According to the design rules, referring to the loop shown in FIG. 2(b), each bond wire depends on the die pad row and bond finger pad row corresponding to the respective ends of the wires. Once the loop type is found for a bond wire, the height of the wire is defined.
The bond wire structures discussed above meet JEDEC standard specifications. As shown in FIG. 3, each bond wire includes vertical (h2), horizontal (d/8) and diagonal sections (d-d/8), wherein the length of horizontal section is ⅛ of a parameter d measured from the locations of the bond wire end points. Z=0 refers to the bottom plane of the package; h3 is the thickness of the package; h1 is the height of the die and the package; and h2 is the height of bond wire measured from the die pad. Usually, bond wires originating from inner die pads (21) to any row of the bond finger pads (26, 27) have different height from those originating from outer die pads (22). Each bond wire in this modeling is described by the JEDEC standard geometry parameters.
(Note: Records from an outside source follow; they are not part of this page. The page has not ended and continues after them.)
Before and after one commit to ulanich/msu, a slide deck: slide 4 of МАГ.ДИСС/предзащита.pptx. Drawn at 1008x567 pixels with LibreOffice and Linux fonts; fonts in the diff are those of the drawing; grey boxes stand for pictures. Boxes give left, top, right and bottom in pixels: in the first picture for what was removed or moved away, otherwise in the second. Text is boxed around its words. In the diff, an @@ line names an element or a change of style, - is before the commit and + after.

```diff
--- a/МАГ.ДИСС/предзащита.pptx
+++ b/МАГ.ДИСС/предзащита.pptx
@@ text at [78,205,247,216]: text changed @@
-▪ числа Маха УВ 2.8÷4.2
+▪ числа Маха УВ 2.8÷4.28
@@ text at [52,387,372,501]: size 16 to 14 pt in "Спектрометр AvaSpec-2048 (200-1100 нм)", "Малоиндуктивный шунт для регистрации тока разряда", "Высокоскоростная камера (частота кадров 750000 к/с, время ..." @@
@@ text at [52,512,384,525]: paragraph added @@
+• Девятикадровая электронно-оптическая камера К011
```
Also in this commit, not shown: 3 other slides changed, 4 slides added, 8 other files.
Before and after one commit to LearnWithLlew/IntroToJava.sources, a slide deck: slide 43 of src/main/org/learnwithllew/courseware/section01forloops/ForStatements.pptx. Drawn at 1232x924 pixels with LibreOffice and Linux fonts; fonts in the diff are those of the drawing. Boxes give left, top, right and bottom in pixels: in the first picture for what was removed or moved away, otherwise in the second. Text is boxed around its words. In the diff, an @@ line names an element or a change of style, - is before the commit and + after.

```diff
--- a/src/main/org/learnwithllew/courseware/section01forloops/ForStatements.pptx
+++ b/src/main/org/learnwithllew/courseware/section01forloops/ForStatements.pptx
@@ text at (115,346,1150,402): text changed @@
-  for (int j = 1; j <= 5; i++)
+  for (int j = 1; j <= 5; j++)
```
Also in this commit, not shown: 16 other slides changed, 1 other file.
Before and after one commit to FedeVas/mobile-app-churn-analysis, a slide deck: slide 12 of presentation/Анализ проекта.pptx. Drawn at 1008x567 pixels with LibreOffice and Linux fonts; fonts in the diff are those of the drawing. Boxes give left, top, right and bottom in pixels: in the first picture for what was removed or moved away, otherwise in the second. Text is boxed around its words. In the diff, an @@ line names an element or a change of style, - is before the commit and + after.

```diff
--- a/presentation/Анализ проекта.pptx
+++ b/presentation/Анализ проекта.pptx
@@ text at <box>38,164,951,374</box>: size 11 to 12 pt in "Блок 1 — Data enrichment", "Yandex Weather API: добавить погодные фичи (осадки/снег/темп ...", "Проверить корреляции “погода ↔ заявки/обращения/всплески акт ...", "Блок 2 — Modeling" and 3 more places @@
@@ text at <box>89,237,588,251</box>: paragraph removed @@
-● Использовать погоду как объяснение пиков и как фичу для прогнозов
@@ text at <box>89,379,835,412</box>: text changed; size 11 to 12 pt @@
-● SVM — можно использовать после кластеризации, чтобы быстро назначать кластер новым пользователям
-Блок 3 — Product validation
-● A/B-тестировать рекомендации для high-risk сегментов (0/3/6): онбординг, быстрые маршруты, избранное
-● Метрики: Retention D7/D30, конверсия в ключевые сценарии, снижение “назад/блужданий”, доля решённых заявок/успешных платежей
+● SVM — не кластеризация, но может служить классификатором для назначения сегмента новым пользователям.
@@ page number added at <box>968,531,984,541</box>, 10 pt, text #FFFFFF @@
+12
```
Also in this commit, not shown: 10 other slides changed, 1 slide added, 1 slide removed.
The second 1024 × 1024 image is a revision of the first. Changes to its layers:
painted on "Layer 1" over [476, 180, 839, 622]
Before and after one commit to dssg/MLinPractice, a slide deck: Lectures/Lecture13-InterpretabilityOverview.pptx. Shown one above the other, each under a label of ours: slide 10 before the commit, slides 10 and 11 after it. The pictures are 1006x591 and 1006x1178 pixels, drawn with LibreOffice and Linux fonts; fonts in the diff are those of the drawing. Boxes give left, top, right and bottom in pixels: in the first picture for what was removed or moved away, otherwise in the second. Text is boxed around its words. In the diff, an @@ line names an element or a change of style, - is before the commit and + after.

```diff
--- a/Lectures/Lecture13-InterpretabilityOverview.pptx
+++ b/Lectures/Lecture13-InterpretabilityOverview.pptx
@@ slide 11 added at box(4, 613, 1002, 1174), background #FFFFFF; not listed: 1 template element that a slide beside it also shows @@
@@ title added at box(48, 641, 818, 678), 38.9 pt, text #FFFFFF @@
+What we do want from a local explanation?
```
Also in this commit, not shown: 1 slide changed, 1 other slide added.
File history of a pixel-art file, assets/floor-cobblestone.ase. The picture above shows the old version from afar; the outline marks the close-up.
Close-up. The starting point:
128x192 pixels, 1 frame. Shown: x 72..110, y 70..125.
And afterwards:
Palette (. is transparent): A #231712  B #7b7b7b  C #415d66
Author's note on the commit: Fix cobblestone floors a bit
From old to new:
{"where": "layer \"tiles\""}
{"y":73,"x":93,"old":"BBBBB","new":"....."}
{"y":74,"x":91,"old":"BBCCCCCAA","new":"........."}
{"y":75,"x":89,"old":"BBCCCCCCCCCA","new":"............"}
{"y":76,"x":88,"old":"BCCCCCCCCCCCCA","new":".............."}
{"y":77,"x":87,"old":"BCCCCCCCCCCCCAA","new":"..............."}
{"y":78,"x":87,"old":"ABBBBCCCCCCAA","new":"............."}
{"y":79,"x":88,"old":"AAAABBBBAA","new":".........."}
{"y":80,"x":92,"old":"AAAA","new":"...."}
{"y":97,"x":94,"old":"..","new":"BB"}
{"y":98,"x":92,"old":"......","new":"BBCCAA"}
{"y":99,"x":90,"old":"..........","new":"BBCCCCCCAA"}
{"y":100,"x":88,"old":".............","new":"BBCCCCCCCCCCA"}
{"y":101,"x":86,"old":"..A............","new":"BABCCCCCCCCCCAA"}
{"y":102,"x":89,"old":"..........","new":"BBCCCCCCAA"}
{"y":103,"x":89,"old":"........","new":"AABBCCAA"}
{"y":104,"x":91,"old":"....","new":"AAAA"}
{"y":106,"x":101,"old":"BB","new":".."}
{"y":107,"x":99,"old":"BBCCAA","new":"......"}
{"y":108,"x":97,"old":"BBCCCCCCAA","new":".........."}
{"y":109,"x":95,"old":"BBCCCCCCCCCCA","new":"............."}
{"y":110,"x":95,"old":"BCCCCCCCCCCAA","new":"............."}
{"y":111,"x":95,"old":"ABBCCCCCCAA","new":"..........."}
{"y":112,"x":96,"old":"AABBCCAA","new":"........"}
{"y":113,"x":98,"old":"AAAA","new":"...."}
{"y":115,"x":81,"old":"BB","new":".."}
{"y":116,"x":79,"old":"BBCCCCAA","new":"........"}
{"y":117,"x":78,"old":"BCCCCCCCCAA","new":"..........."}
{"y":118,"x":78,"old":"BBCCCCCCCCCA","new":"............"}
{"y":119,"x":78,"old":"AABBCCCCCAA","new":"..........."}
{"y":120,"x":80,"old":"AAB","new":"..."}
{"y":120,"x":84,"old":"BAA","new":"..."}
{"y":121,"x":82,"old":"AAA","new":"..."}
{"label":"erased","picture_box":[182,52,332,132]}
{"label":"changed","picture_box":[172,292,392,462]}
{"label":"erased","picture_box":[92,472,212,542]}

The bond wire arrangements and structures are highly complex. Each signal bond wire can be a neighbor of another signal bond wire or power/ground wire. A signal bond wire can start from an inner die pad or an outer die pad, ending at the inner bond finger pad or outer bond finger pad. Although rules exist in removing some physically unrealistic geometry, the number of possible structures in real wire bond packages is exceedingly large. Therefore, modeling and simulating structures in high speed wire bond designs are essential for a fast and accurate estimate of the signal quality.
In high speed wire bond packages, electrical noise exists between any two bond wires, an undesired signal transition on one bond wire, referenced to as ‘victim’, may be induced by the signal transition on another bond wire, referenced to as ‘aggressor’. The existence of other bond wires affects the noise level. Parasitic L and C couplings between a victim bond wire and its aggressor are dominant in determining the noise on the victim wire. The inductance and capacitance couplings are basically electromagnetic (EM) effects existing among wires when currents and voltages add on wires. The EM field around the victim wire is greatly influenced by the distance between the victim-aggressor pair, the type of aggressor, and the existence of neighboring power/ground shields, and the like.
Therefore, there is a need to tackle EM coupling problems in an industrially realistic bond wire configuration for high speed high density bond wire packages that is adaptable for any generic noise analysis tool to promptly compute the noise level in a wire bond design.